* **What you have to do**
Note each line of the entries that includes "added". Then copy those lines.

Collected data entries:
○ ○ ○ ○ ○ ○ ○
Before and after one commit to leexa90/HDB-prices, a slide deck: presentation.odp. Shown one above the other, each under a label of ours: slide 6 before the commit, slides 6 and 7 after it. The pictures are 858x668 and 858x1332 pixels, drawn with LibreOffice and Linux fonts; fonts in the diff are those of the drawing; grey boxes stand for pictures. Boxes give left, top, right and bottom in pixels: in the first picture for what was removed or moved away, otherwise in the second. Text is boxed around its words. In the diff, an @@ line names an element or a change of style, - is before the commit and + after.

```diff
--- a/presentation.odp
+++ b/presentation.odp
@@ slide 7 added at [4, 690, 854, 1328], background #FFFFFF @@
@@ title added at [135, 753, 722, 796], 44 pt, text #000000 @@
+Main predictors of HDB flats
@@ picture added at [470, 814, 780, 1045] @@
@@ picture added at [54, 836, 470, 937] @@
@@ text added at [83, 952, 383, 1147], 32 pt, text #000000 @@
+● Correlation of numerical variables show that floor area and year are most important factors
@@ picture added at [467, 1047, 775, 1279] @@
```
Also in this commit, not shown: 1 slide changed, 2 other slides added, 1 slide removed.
○ ○ ○ ○ ○ ○ ○
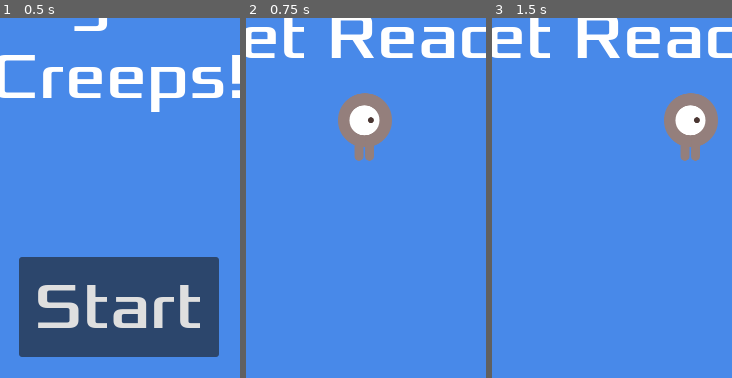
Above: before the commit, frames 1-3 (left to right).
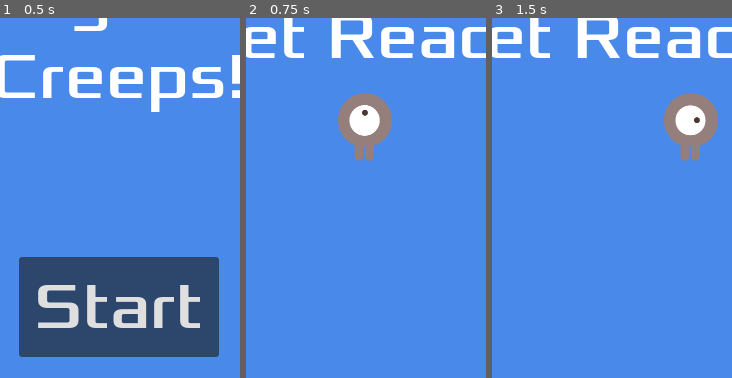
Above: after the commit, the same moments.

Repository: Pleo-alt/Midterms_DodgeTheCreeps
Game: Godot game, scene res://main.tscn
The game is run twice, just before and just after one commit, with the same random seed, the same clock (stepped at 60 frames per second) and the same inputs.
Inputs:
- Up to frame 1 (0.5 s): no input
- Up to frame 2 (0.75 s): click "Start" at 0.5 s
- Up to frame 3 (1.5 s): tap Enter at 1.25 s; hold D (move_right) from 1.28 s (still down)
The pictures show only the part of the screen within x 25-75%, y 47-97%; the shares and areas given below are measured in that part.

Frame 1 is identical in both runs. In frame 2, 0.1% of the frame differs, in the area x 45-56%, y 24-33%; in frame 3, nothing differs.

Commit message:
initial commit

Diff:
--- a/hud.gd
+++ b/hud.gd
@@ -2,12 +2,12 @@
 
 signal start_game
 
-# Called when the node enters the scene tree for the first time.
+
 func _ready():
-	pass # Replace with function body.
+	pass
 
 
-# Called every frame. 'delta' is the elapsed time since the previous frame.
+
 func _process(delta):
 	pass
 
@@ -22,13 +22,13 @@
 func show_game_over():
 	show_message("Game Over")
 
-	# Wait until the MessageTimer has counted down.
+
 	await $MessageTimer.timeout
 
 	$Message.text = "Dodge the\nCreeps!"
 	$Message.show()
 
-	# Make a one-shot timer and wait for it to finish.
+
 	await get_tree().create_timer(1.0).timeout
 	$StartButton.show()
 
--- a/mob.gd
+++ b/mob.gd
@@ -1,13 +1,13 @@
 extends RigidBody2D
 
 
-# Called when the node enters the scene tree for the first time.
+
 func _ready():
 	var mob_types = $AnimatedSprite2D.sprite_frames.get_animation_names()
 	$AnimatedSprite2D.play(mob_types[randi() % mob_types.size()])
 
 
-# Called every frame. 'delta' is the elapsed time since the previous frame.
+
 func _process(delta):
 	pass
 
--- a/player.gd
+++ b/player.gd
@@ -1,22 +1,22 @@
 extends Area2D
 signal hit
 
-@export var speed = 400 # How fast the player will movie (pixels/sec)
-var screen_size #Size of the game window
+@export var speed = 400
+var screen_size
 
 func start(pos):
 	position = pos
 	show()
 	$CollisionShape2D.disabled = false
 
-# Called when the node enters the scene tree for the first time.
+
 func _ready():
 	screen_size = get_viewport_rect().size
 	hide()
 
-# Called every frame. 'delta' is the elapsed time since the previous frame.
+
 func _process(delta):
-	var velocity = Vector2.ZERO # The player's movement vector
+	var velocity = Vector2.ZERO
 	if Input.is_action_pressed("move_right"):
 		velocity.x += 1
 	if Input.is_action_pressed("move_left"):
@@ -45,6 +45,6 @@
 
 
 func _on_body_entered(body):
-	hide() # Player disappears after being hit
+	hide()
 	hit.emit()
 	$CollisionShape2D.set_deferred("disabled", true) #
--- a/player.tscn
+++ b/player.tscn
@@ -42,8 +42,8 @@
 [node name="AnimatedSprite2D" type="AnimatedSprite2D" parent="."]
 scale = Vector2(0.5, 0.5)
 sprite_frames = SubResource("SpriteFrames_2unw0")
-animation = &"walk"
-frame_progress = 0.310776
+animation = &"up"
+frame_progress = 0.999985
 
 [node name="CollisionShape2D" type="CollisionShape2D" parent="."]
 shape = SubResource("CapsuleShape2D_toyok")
○ ○ ○ ○ ○ ○ ○
* **Task result**
@@ slide 7 added at [4, 690, 854, 1328], background #FFFFFF @@
@@ title added at [135, 753, 722, 796], 44 pt, text #000000 @@
@@ picture added at [470, 814, 780, 1045] @@
@@ picture added at [54, 836, 470, 937] @@
@@ text added at [83, 952, 383, 1147], 32 pt, text #000000 @@
@@ picture added at [467, 1047, 775, 1279] @@
Also in this commit, not shown: 1 slide changed, 2 other slides added, 1 slide removed.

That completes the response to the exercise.